The early sessions on the basic building blocks were really useful and gave me a much better understanding of what the various bits are and how they fit together. With luck, that will help tomorrow, when the talking stops and the doing starts; we're all supposed to present results by the end of the day and I just have to hope that I will get the support I know I need to make my thing happen.
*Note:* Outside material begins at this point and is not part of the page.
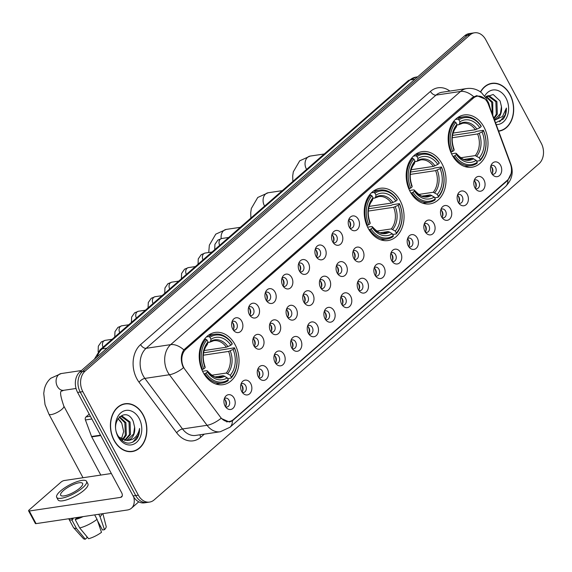 <?xml version="1.0" encoding="UTF-8"?>
<svg xmlns="http://www.w3.org/2000/svg" width="572" height="572" viewBox="0 0 572 572"><rect width="100%" height="100%" fill="white"/><g stroke="black" fill="none" stroke-linecap="round" stroke-linejoin="round"><path stroke-width="0.86" d="M368.204 228.335A26.419 19.755 81.5 0 0 388.038 240.547A26.419 19.755 81.5 0 0 400.071 200.5A26.419 19.755 81.5 0 0 380.237 188.288A26.419 19.755 81.5 0 0 368.204 228.335M410.174 191.67A26.419 19.755 81.5 0 0 430.008 203.882A26.419 19.755 81.5 0 0 442.049 163.835A26.419 19.755 81.5 0 0 422.215 151.623A26.419 19.755 81.5 0 0 410.174 191.67M452.152 155.012A26.419 19.755 81.5 0 0 471.986 167.217A26.419 19.755 81.5 0 0 484.019 127.17A26.419 19.755 81.5 0 0 464.185 114.958A26.419 19.755 81.5 0 0 452.152 155.012M203.189 372.472A26.419 19.755 81.5 0 0 223.023 384.684A26.419 19.755 81.5 0 0 235.056 344.63A26.419 19.755 81.5 0 0 215.222 332.425A26.419 19.755 81.5 0 0 203.189 372.472M250.736 383.583A7.479 5.591 -98.5 0 1 250.407 392.978A7.479 5.591 -98.5 0 1 243.3 393.536A7.479 5.591 -98.5 0 1 241.713 391.462A7.479 5.591 -98.5 0 1 241.677 382.632A7.479 5.591 -98.5 0 1 250.736 383.583M242.206 392.27A4.483 3.353 81.5 0 0 243.615 392.449A4.483 3.353 81.5 0 0 245.66 385.65A4.483 3.353 81.5 0 0 242.292 383.576A4.483 3.353 81.5 0 0 240.991 384.162M267.396 369.033A7.479 5.591 -98.5 0 1 267.06 378.428A7.479 5.591 -98.5 0 1 259.96 378.986A7.479 5.591 -98.5 0 1 258.372 376.912A7.479 5.591 -98.5 0 1 258.329 368.082A7.479 5.591 -98.5 0 1 267.396 369.033M258.859 377.72A4.483 3.353 81.5 0 0 260.274 377.899A4.483 3.353 81.5 0 0 262.319 371.099A4.483 3.353 81.5 0 0 258.944 369.026A4.483 3.353 81.5 0 0 257.65 369.612M284.048 354.483A7.479 5.591 -98.5 0 1 283.719 363.878A7.479 5.591 -98.5 0 1 276.619 364.435A7.479 5.591 -98.5 0 1 275.032 362.362A7.479 5.591 -98.5 0 1 274.989 353.532A7.479 5.591 -98.5 0 1 284.048 354.483M275.518 363.17A4.483 3.353 81.5 0 0 276.927 363.349A4.483 3.353 81.5 0 0 278.972 356.549A4.483 3.353 81.5 0 0 275.604 354.476A4.483 3.353 81.5 0 0 274.31 355.062M300.708 339.932A7.479 5.591 -98.5 0 1 300.379 349.328A7.479 5.591 -98.5 0 1 293.272 349.885A7.479 5.591 -98.5 0 1 291.691 347.812A7.479 5.591 -98.5 0 1 291.648 338.981A7.479 5.591 -98.5 0 1 300.708 339.932M292.178 348.62A4.483 3.353 81.5 0 0 293.586 348.798A4.483 3.353 81.5 0 0 295.631 341.999A4.483 3.353 81.5 0 0 292.263 339.925A4.483 3.353 81.5 0 0 290.969 340.512M317.367 325.389A7.479 5.591 -98.5 0 1 317.038 334.777A7.479 5.591 -98.5 0 1 309.931 335.335A7.479 5.591 -98.5 0 1 308.344 333.262A7.479 5.591 -98.5 0 1 308.308 324.431A7.479 5.591 -98.5 0 1 317.367 325.389M308.837 334.069A4.483 3.353 81.5 0 0 310.246 334.248A4.483 3.353 81.5 0 0 312.291 327.449A4.483 3.353 81.5 0 0 308.923 325.375A4.483 3.353 81.5 0 0 307.629 325.961M334.027 310.839A7.479 5.591 -98.5 0 1 333.69 320.227A7.479 5.591 -98.5 0 1 326.591 320.785A7.479 5.591 -98.5 0 1 325.003 318.718A7.479 5.591 -98.5 0 1 324.96 309.881A7.479 5.591 -98.5 0 1 334.027 310.839M325.489 319.519A4.483 3.353 81.5 0 0 326.905 319.698A4.483 3.353 81.5 0 0 328.95 312.898A4.483 3.353 81.5 0 0 325.575 310.825A4.483 3.353 81.5 0 0 324.281 311.411M350.679 296.289A7.479 5.591 -98.5 0 1 350.35 305.677A7.479 5.591 -98.5 0 1 343.25 306.234A7.479 5.591 -98.5 0 1 341.663 304.168A7.479 5.591 -98.5 0 1 341.62 295.331A7.479 5.591 -98.5 0 1 350.679 296.289M342.149 304.969A4.483 3.353 81.5 0 0 343.558 305.148A4.483 3.353 81.5 0 0 345.602 298.348A4.483 3.353 81.5 0 0 342.235 296.275A4.483 3.353 81.5 0 0 340.941 296.868M367.338 281.739A7.479 5.591 -98.5 0 1 367.009 291.127A7.479 5.591 -98.5 0 1 359.902 291.684A7.479 5.591 -98.5 0 1 358.322 289.618A7.479 5.591 -98.5 0 1 358.279 280.78A7.479 5.591 -98.5 0 1 367.338 281.739M358.808 290.419A4.483 3.353 81.5 0 0 360.217 290.597A4.483 3.353 81.5 0 0 362.262 283.798A4.483 3.353 81.5 0 0 358.894 281.724A4.483 3.353 81.5 0 0 357.6 282.318M383.998 267.188A7.479 5.591 -98.5 0 1 383.669 276.576A7.479 5.591 -98.5 0 1 376.562 277.134A7.479 5.591 -98.5 0 1 374.975 275.068A7.479 5.591 -98.5 0 1 374.939 266.23A7.479 5.591 -98.5 0 1 383.998 267.188M375.468 275.868A4.483 3.353 81.5 0 0 376.877 276.054A4.483 3.353 81.5 0 0 378.921 269.248A4.483 3.353 81.5 0 0 375.554 267.174A4.483 3.353 81.5 0 0 374.26 267.767M400.657 252.638A7.479 5.591 -98.5 0 1 400.321 262.026A7.479 5.591 -98.5 0 1 393.221 262.584A7.479 5.591 -98.5 0 1 391.634 260.517A7.479 5.591 -98.5 0 1 391.591 251.68A7.479 5.591 -98.5 0 1 400.657 252.638M392.12 261.318A4.483 3.353 81.5 0 0 393.536 261.504A4.483 3.353 81.5 0 0 395.581 254.697A4.483 3.353 81.5 0 0 392.206 252.624A4.483 3.353 81.5 0 0 390.912 253.217M417.31 238.088A7.479 5.591 -98.5 0 1 416.981 247.476A7.479 5.591 -98.5 0 1 409.881 248.033A7.479 5.591 -98.5 0 1 408.294 245.967A7.479 5.591 -98.5 0 1 408.251 237.13A7.479 5.591 -98.5 0 1 417.31 238.088M408.78 246.768A4.483 3.353 81.5 0 0 410.188 246.954A4.483 3.353 81.5 0 0 412.233 240.147A4.483 3.353 81.5 0 0 408.866 238.074A4.483 3.353 81.5 0 0 407.571 238.667M433.969 223.538A7.479 5.591 -98.5 0 1 433.64 232.926A7.479 5.591 -98.5 0 1 426.533 233.483A7.479 5.591 -98.5 0 1 424.953 231.417A7.479 5.591 -98.5 0 1 424.91 222.579A7.479 5.591 -98.5 0 1 433.969 223.538M425.439 232.218A4.483 3.353 81.5 0 0 426.848 232.404A4.483 3.353 81.5 0 0 428.893 225.597A4.483 3.353 81.5 0 0 425.525 223.53A4.483 3.353 81.5 0 0 424.231 224.117M450.629 208.987A7.479 5.591 -98.5 0 1 450.3 218.375A7.479 5.591 -98.5 0 1 443.193 218.933A7.479 5.591 -98.5 0 1 441.605 216.867A7.479 5.591 -98.5 0 1 441.57 208.029A7.479 5.591 -98.5 0 1 450.629 208.987M442.099 217.667A4.483 3.353 81.5 0 0 443.507 217.853A4.483 3.353 81.5 0 0 445.552 211.054A4.483 3.353 81.5 0 0 442.185 208.98A4.483 3.353 81.5 0 0 440.89 209.567M467.288 194.437A7.479 5.591 -98.5 0 1 466.952 203.825A7.479 5.591 -98.5 0 1 459.852 204.383A7.479 5.591 -98.5 0 1 458.265 202.316A7.479 5.591 -98.5 0 1 458.222 193.479A7.479 5.591 -98.5 0 1 467.288 194.437M458.751 203.117A4.483 3.353 81.5 0 0 460.167 203.303A4.483 3.353 81.5 0 0 462.212 196.503A4.483 3.353 81.5 0 0 458.844 194.43A4.483 3.353 81.5 0 0 457.543 195.016M483.941 179.887A7.479 5.591 -98.5 0 1 483.612 189.275A7.479 5.591 -98.5 0 1 476.512 189.832A7.479 5.591 -98.5 0 1 474.924 187.766A7.479 5.591 -98.5 0 1 474.882 178.936A7.479 5.591 -98.5 0 1 483.941 179.887M475.411 188.567A4.483 3.353 81.5 0 0 476.819 188.753A4.483 3.353 81.5 0 0 478.864 181.953A4.483 3.353 81.5 0 0 475.496 179.88A4.483 3.353 81.5 0 0 474.202 180.466M500.6 165.337A7.479 5.591 -98.5 0 1 500.271 174.725A7.479 5.591 -98.5 0 1 493.171 175.282A7.479 5.591 -98.5 0 1 491.584 173.216A7.479 5.591 -98.5 0 1 491.541 164.386A7.479 5.591 -98.5 0 1 500.6 165.337M492.07 174.017A4.483 3.353 81.5 0 0 493.479 174.203A4.483 3.353 81.5 0 0 495.524 167.403A4.483 3.353 81.5 0 0 492.156 165.329A4.483 3.353 81.5 0 0 490.862 165.916M234.077 398.133A7.479 5.591 -98.5 0 1 233.748 407.529A7.479 5.591 -98.5 0 1 226.641 408.086A7.479 5.591 -98.5 0 1 225.061 406.013A7.479 5.591 -98.5 0 1 225.018 397.183A7.479 5.591 -98.5 0 1 234.077 398.133M225.547 406.821A4.483 3.353 81.5 0 0 226.955 406.999A4.483 3.353 81.5 0 0 229 400.2A4.483 3.353 81.5 0 0 225.633 398.126A4.483 3.353 81.5 0 0 224.338 398.713M262.905 337.859A7.479 5.591 -98.5 0 1 262.577 347.247A7.479 5.591 -98.5 0 1 255.47 347.805A7.479 5.591 -98.5 0 1 253.882 345.738A7.479 5.591 -98.5 0 1 253.846 336.901A7.479 5.591 -98.5 0 1 262.905 337.859M254.376 346.539A4.483 3.353 81.5 0 0 255.784 346.725A4.483 3.353 81.5 0 0 257.829 339.925A4.483 3.353 81.5 0 0 254.461 337.852A4.483 3.353 81.5 0 0 253.167 338.438M279.565 323.309A7.479 5.591 -98.5 0 1 279.229 332.697A7.479 5.591 -98.5 0 1 272.129 333.254A7.479 5.591 -98.5 0 1 270.542 331.188A7.479 5.591 -98.5 0 1 270.499 322.358A7.479 5.591 -98.5 0 1 279.565 323.309M271.028 331.989A4.483 3.353 81.5 0 0 272.444 332.175A4.483 3.353 81.5 0 0 274.488 325.375A4.483 3.353 81.5 0 0 271.121 323.302A4.483 3.353 81.5 0 0 269.82 323.888M296.217 308.758A7.479 5.591 -98.5 0 1 295.888 318.146A7.479 5.591 -98.5 0 1 288.788 318.704A7.479 5.591 -98.5 0 1 287.201 316.638A7.479 5.591 -98.5 0 1 287.158 307.808A7.479 5.591 -98.5 0 1 296.217 308.758M287.687 317.439A4.483 3.353 81.5 0 0 289.096 317.624A4.483 3.353 81.5 0 0 291.141 310.825A4.483 3.353 81.5 0 0 287.773 308.751A4.483 3.353 81.5 0 0 286.479 309.338M312.877 294.208A7.479 5.591 -98.5 0 1 312.548 303.596A7.479 5.591 -98.5 0 1 305.448 304.154A7.479 5.591 -98.5 0 1 303.861 302.087A7.479 5.591 -98.5 0 1 303.818 293.257A7.479 5.591 -98.5 0 1 312.877 294.208M304.347 302.888A4.483 3.353 81.5 0 0 305.755 303.074A4.483 3.353 81.5 0 0 307.8 296.275A4.483 3.353 81.5 0 0 304.433 294.201A4.483 3.353 81.5 0 0 303.139 294.787M329.536 279.658A7.479 5.591 -98.5 0 1 329.207 289.046A7.479 5.591 -98.5 0 1 322.1 289.604A7.479 5.591 -98.5 0 1 320.513 287.537A7.479 5.591 -98.5 0 1 320.477 278.707A7.479 5.591 -98.5 0 1 329.536 279.658M321.006 288.338A4.483 3.353 81.5 0 0 322.415 288.524A4.483 3.353 81.5 0 0 324.46 281.724A4.483 3.353 81.5 0 0 321.092 279.651A4.483 3.353 81.5 0 0 319.798 280.237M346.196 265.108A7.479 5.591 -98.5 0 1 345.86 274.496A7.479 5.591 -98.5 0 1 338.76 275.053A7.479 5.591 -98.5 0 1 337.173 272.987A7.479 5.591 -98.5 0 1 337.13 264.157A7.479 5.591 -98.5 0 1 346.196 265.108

And then there were lots of more recondite discussions, for example on how a forthcoming law on privacy will affect what we display on our own websites. At present, if someone in one of the silos comments on a post on an indie site, the site may display the commenter's name and photo alongside the comments. The new EU Regulation, which comes in force next year, deems that personal information and says that if a person doesn't want you to use it, then you cannot. For indiewebbers, we do actually want our comments to appear on other people's sites, and we tacitly give permission for that to happen. Do we now need to state that permission openly? If so, how? And do we need to exercise caution when bringing comments left in the silo back to our own sites and displaying them there? Some people are already anonymising those. Lots to think about.

A final session on location consisted mostly of Aaron Parecki and Jeremy Keith exposing us to their favourite ways to make use of location data. Aaron is simply amazing for the breadth and depth of ways in which he uses location data, while Jeremy's trove of links about location is worth hours of exploration.

The thing that struck me was that while many people embrace indieweb principles because they don't want the silos to have exclusive use of their data, others are only too happy to let the silos collect that data, as easily and smoothly as possible, as long as they can extract the data, own it, and manipulate it to their heart's content. As with, for example, Instagram and Swarm, it is just so much easier to share first with the silo and then copy back to your own site, that what you give up in absolute freedom and ownership you gain in ease of use.

In the end, though, it comes down to a couple of things Jeremy Keith said in the introduction to the day:
It isn't about the technology, although that's a lot of fun; and
The indieweb community is both a bit selfish -- I want to do this on my site -- and very communal -- who can help me do it, and how can I help people do what they want to do.

We'll see how that works out for me tomorrow.